# EXERCISE REQUIREMENTS
Find all lines in the records that include the word "origin", and copy them out.

====== MATERIAL FOR THIS EXERCISE ======

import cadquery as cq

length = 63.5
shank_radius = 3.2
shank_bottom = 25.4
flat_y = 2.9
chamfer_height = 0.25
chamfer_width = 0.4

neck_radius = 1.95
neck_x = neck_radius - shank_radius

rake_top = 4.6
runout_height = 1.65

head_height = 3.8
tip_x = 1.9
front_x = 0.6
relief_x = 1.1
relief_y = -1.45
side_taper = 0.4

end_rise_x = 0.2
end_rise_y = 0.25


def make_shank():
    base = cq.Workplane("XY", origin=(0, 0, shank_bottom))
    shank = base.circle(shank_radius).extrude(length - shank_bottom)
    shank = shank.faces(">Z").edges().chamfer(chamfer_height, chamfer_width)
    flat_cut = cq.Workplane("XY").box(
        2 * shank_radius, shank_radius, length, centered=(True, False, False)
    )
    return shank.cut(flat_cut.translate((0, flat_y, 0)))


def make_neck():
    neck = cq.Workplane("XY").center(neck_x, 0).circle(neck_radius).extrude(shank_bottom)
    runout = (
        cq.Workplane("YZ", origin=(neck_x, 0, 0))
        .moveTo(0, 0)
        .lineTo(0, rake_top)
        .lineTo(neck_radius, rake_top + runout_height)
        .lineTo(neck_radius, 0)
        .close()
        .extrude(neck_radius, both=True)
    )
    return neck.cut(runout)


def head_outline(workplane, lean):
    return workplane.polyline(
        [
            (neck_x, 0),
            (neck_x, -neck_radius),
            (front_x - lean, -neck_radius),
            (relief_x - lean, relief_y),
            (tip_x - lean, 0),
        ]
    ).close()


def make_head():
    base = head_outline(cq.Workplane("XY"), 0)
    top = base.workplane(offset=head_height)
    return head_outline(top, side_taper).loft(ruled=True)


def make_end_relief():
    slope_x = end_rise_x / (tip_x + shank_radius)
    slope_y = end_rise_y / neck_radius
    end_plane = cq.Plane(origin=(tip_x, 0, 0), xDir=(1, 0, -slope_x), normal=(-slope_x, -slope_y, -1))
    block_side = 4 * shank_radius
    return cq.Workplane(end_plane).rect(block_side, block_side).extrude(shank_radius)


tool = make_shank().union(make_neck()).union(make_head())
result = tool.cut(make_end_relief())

======
====== MATERIAL FOR THIS EXERCISE ======

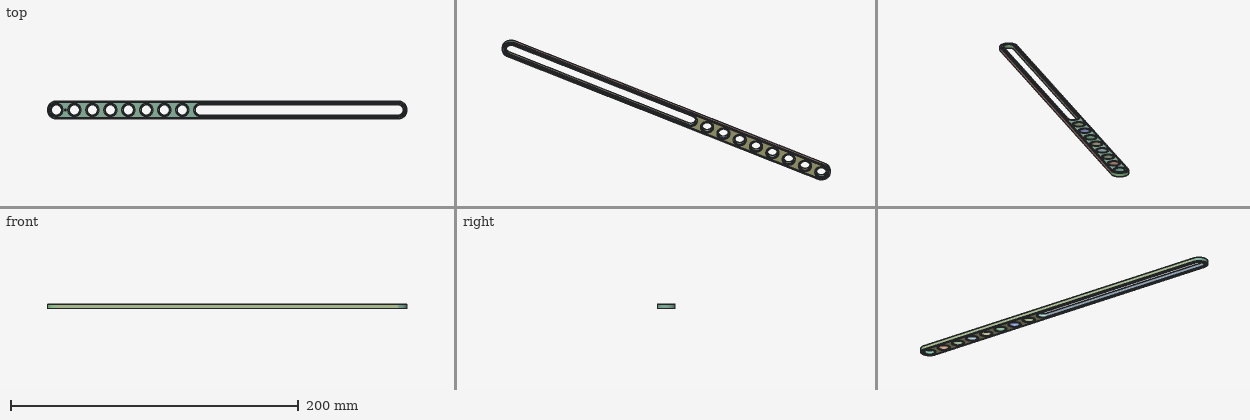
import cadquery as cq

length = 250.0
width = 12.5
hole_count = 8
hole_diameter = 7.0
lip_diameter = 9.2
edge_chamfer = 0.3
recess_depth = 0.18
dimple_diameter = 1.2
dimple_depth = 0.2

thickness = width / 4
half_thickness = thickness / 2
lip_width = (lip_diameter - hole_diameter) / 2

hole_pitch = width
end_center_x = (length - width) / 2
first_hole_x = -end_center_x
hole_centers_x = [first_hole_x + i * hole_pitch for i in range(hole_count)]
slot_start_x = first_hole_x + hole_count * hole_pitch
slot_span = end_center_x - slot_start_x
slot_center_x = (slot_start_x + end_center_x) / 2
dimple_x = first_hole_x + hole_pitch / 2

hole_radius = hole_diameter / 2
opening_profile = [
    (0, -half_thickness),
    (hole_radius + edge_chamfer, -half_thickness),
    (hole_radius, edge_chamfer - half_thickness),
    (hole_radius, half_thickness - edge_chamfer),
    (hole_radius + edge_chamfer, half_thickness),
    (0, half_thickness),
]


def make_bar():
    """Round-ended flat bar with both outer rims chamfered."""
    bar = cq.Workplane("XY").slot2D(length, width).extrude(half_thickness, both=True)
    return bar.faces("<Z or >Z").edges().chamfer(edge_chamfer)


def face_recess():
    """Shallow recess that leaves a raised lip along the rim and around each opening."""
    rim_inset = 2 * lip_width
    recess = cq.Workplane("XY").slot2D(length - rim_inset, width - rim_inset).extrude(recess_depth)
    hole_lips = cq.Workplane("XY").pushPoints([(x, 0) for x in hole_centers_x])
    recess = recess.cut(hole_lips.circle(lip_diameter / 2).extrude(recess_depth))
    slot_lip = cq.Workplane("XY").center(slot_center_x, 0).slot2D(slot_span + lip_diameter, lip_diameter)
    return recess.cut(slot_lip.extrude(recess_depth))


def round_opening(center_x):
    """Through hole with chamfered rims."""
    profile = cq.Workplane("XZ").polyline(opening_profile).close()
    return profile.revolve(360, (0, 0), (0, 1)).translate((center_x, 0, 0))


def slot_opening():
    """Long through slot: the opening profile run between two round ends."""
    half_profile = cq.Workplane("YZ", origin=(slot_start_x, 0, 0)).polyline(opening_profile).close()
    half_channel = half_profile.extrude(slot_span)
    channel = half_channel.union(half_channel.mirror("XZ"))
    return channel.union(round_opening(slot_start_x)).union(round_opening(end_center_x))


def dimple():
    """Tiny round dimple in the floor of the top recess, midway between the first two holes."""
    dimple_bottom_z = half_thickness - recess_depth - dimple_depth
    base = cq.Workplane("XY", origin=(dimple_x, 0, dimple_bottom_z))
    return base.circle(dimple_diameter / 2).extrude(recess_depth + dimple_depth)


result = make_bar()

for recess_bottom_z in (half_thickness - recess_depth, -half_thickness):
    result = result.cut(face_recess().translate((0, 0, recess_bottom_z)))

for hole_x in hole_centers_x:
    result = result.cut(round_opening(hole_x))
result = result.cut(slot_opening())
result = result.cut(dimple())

======

# THE ANSWER
    base = cq.Workplane("XY", origin=(0, 0, shank_bottom))
        cq.Workplane("YZ", origin=(neck_x, 0, 0))
    end_plane = cq.Plane(origin=(tip_x, 0, 0), xDir=(1, 0, -slope_x), normal=(-slope_x, -slope_y, -1))
    half_profile = cq.Workplane("YZ", origin=(slot_start_x, 0, 0)).polyline(opening_profile).close()
    base = cq.Workplane("XY", origin=(dimple_x, 0, dimple_bottom_z))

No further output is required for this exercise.